По возвращении в Турку Эрик Соролайнен и члены капитула Турку должны были ознакомить духовенство и все население с содержанием принятого в Упсале постановления. Летом 1593 г. под этим документом поставили свои подписи около 200 священников и несколько десятков финских дворян, после чего наступил черед горожан.

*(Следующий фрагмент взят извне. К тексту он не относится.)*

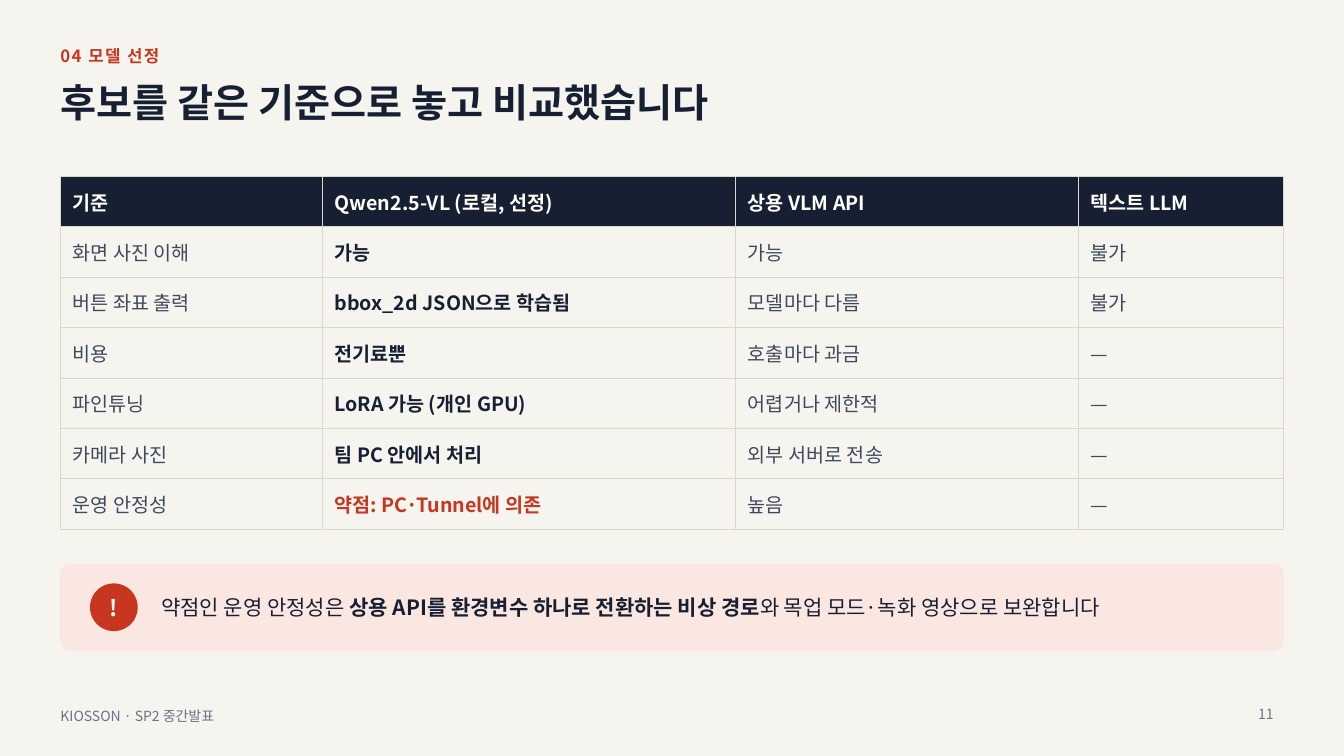
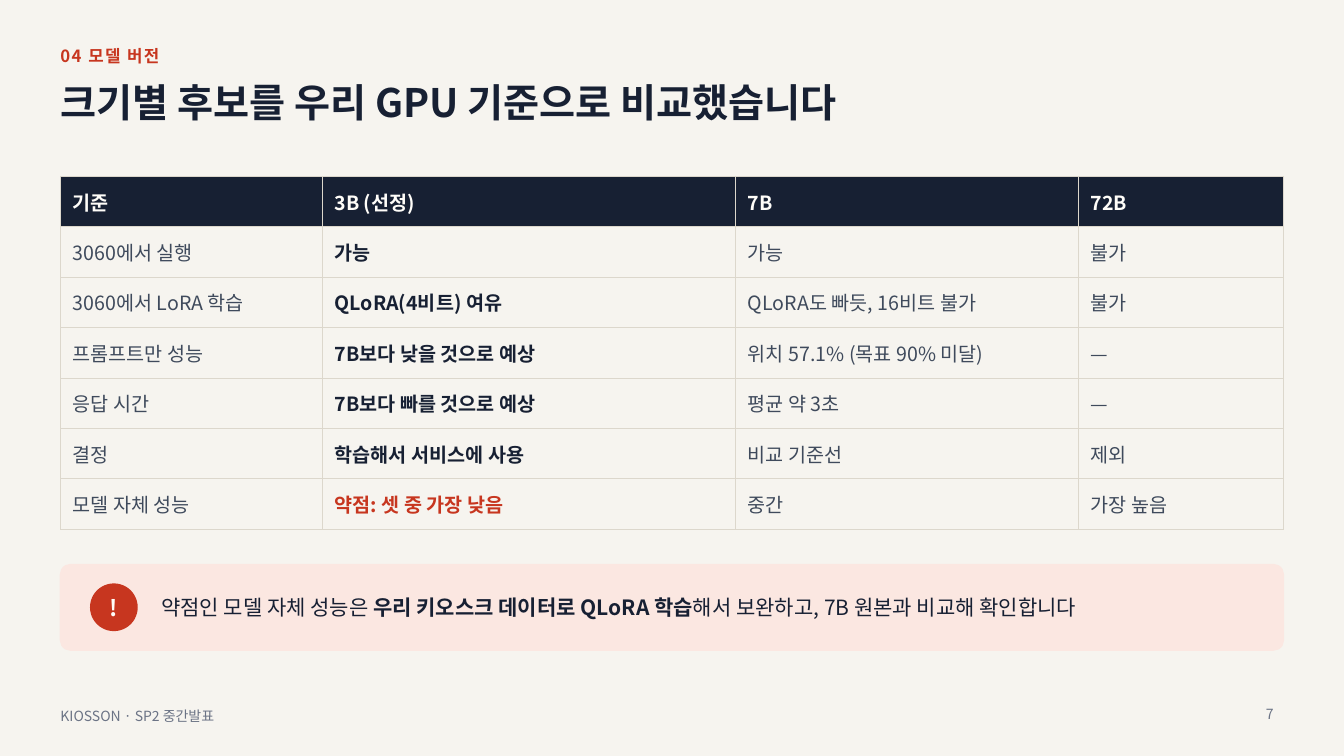
Before and after one commit to TeamProjectAIServiceDevelop/team-project, a slide deck: slide 7 of 자료/중간발표/중간발표.pptx (slide 11 before the commit). Drawn at 1344x756 pixels with LibreOffice and Linux fonts; fonts in the diff are those of the drawing. Boxes give left, top, right and bottom in pixels: in the first picture for what was removed or moved away, otherwise in the second. Text is boxed around its words. In the diff, an @@ line names an element or a change of style, - is before the commit and + after.

```diff
--- a/자료/중간발표/중간발표.pptx
+++ b/자료/중간발표/중간발표.pptx
@@ text at (60,48,159,64): text changed @@
-04 모델 선정
+04 모델 버전
@@ title at (60,84,836,121): text changed @@
-후보를 같은 기준으로 놓고 비교했습니다
+크기별 후보를 우리 GPU 기준으로 비교했습니다
@@ table at (60,176,1284,518) @@
-row 1: 기준 | Qwen2.5-VL (로컬, 선정) | 상용 VLM API | 텍스트 LLM
+row 1: 기준 | 3B (선정) | 7B | 72B
-row 2, column 1: 화면 사진 이해
+row 2, column 1: 3060에서 실행
-row 3: 버튼 좌표 출력 | bbox_2d JSON으로 학습됨 | 모델마다 다름 | 불가
+row 3: 3060에서 LoRA 학습 | QLoRA(4비트) 여유 | QLoRA도 빠듯, 16비트 불가 | 불가
-row 4: 비용 | 전기료뿐 | 호출마다 과금 | —
+row 4: 프롬프트만 성능 | 7B보다 낮을 것으로 예상 | 위치 57.1% (목표 90% 미달) | —
-row 5: 파인튜닝 | LoRA 가능 (개인 GPU) | 어렵거나 제한적 | —
+row 5: 응답 시간 | 7B보다 빠를 것으로 예상 | 평균 약 3초 | —
-row 6: 카메라 사진 | 팀 PC 안에서 처리 | 외부 서버로 전송 | —
+row 6: 결정 | 학습해서 서비스에 사용 | 비교 기준선 | 제외
-row 7: 운영 안정성 | 약점: PC·Tunnel에 의존 | 높음 | —
+row 7: 모델 자체 성능 | 약점: 셋 중 가장 낮음 | 중간 | 가장 높음
@@ text at (161,597,1077,620): text changed @@
-약점인 운영 안정성은 상용 API를 환경변수 하나로 전환하는 비상 경로와 목업 모드·녹화 영상으로 보완합니다
+약점인 모델 자체 성능은 우리 키오스크 데이터로 QLoRA 학습해서 보완하고, 7B 원본과 비교해 확인합니다
@@ page number at (1266,709,1274,719): text changed @@
-11
+7
```
Also in this commit, not shown: 6 other slides changed, 1 slide added, 4 slides removed, 2 other files.

В течении нескольких последующих лет епископ и капитул прилагали значительные усилия, разъясняя населению смысл нового церковного курса.
В виду особой актуальности для Финляндии проблемы «устаревших церемоний» приведем выдержку из указанного пункта Упсальского постановления: “...приходские священники, равно как и епископы во время визитаций должны наставлять простой народ в этих вопросах, всеми силами побуждая к отказу от злоупотреблений … Когда же станет им доподлинно ясно и очевидно, что нет иного способа избавиться от искажений, кроме как устранив сами обряды, пусть епископы соберутся вместе с представителями капитулов и прочими учеными священниками, чтобы посовещаться относительно наиболее подходящих и сообща принимаемых мер, с помощью которых указанные обряды со временем можно было бы устранить, без ожесточения и шума, в спокойствии и тишине” (Uppsalan kokouksen päätös 1948, 1050 s.: разрядка моя - И.М.).

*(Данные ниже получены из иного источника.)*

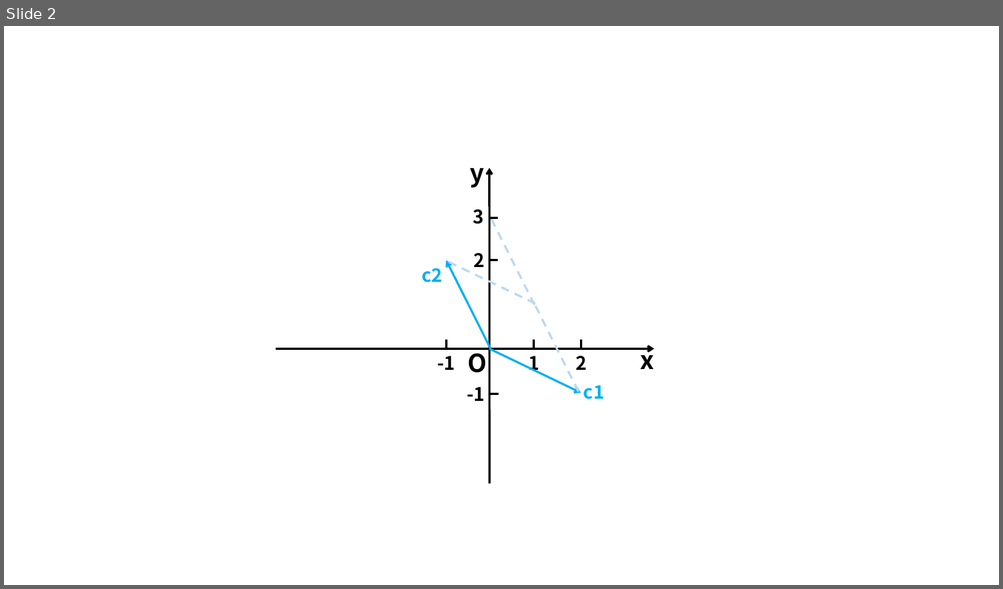
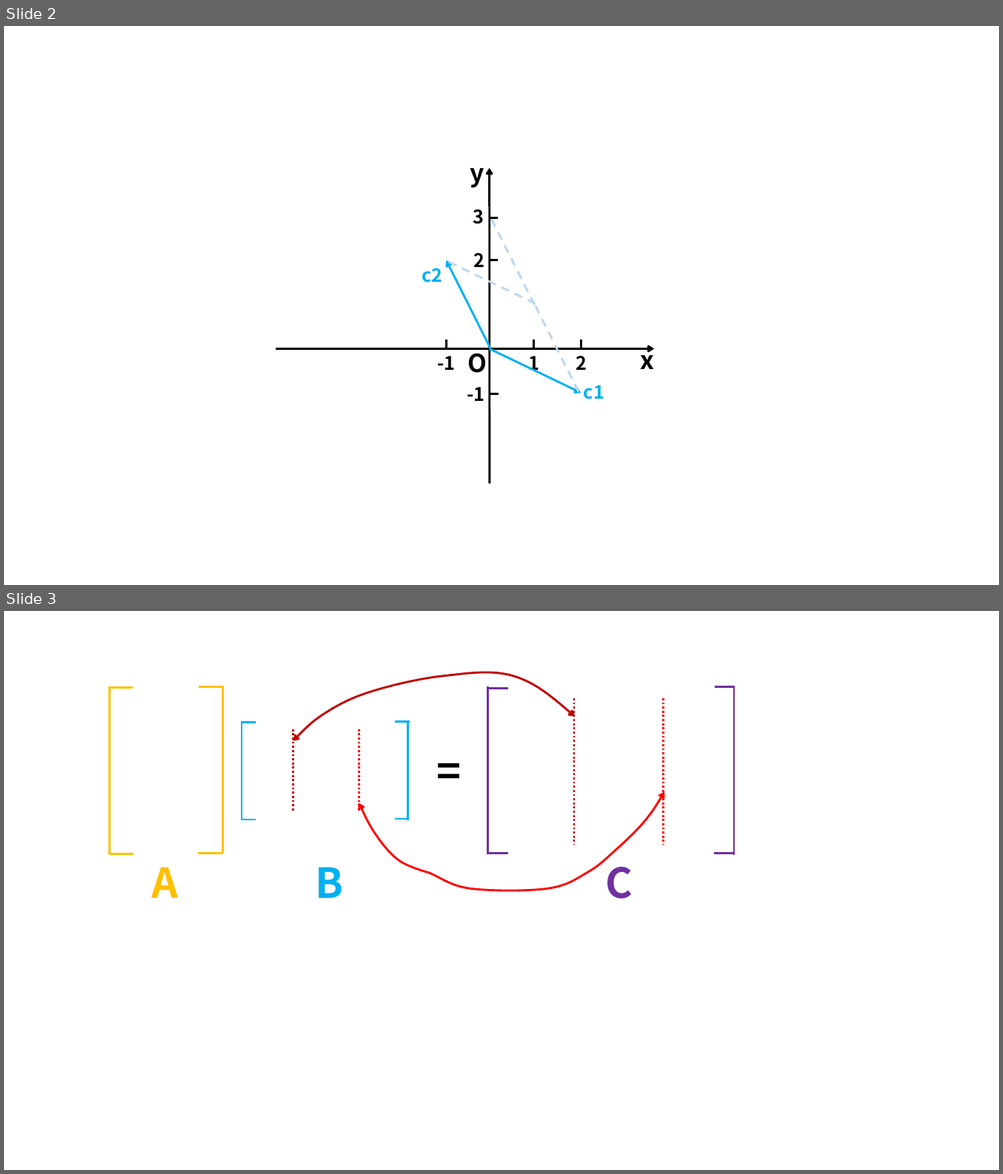
Before and after one commit to AnhaoROMA/LinearAlgebra-MIT, a slide deck: notes/campus.pptx. Shown one above the other, each under a label of ours: slide 2 before the commit, slides 2 and 3 after it. The pictures are 1003x589 and 1003x1174 pixels, drawn with LibreOffice and Linux fonts; fonts in the diff are those of the drawing. Boxes give left, top, right and bottom in pixels: in the first picture for what was removed or moved away, otherwise in the second. Text is boxed around its words. In the diff, an @@ line names an element or a change of style, - is before the commit and + after.

```diff
--- a/notes/campus.pptx
+++ b/notes/campus.pptx
@@ slide 3 added at (x1=4, y1=611, x2=999, y2=1170), background #FFFFFF @@
@@ freeform shape added at (x1=293, y1=672, x2=575, y2=741), outline #C00000 2 pt @@
@@ line added from (133, 688) to (108, 688), #FFC000 2 pt @@
@@ line added from (109, 688) to (109, 855), #FFC000 2 pt @@
@@ line added from (223, 687) to (199, 687), #FFC000 2 pt @@
@@ line added from (222, 687) to (222, 854), #FFC000 2 pt @@
@@ line added from (488, 687) to (488, 855), #7030A0 2 pt @@
@@ line added from (488, 688) to (509, 688), #7030A0 2 pt @@
@@ line added from (574, 698) to (574, 845), #C00000 2 pt dashed @@
@@ line added from (663, 698) to (663, 845), #FF0000 2 pt dashed @@
@@ line added from (714, 687) to (734, 687), #7030A0 2 pt @@
@@ line added from (734, 687) to (734, 855), #7030A0 2 pt @@
@@ line added from (409, 721) to (395, 721), #00B0F0 2 pt @@
@@ line added from (256, 723) to (241, 723), #00B0F0 2 pt @@
@@ line added from (242, 723) to (242, 820), #00B0F0 2 pt @@
@@ line added from (293, 729) to (293, 812), #C00000 2 pt dashed @@
@@ line added from (359, 729) to (359, 812), #FF0000 2 pt dashed @@
@@ line added from (408, 722) to (408, 820), #00B0F0 2 pt @@
@@ text added at (x1=427, y1=741, x2=471, y2=799), 40 pt, text #000000, bold @@
+=
@@ freeform shape added at (x1=359, y1=792, x2=665, y2=891), outline #FF0000 2 pt @@
@@ line added from (256, 820) to (242, 820), #00B0F0 2 pt @@
@@ line added from (409, 819) to (395, 819), #00B0F0 2 pt @@
@@ line added from (134, 854) to (109, 854), #FFC000 2 pt @@
@@ line added from (222, 854) to (198, 854), #FFC000 2 pt @@
@@ line added from (488, 854) to (509, 854), #7030A0 2 pt @@
@@ line added from (714, 854) to (734, 854), #7030A0 2 pt @@
@@ text added at (x1=151, y1=867, x2=178, y2=898), 40 pt, text #FFC000, bold @@
+A
@@ text added at (x1=315, y1=867, x2=343, y2=898), 40 pt, text #00B0F0, bold @@
+B
@@ text added at (x1=606, y1=857, x2=633, y2=899), 40 pt, text #7030A0, bold @@
+C
```
Also in this commit, not shown: 1 slide removed, 6 other files.

Приведенная цитата свидетельствует о важности, которую победившее ортодоксальное большинство собора придавало церковной практике; с другой стороны, из нее явствует, что лютеранское духовенство стремилось не разжигать лишних страстей по этому поводу.
В нижеследующем изложении мы остановимся на двух обстоятельствах, сыгравших решающую роль в церковно-религиозной жизни тех лет: во-первых, на изменениях в расстановке сил среди высшего духовенства Турку, и, во-вторых, на реакции, которую постановления Упсальского собора вызвали в Финляндии.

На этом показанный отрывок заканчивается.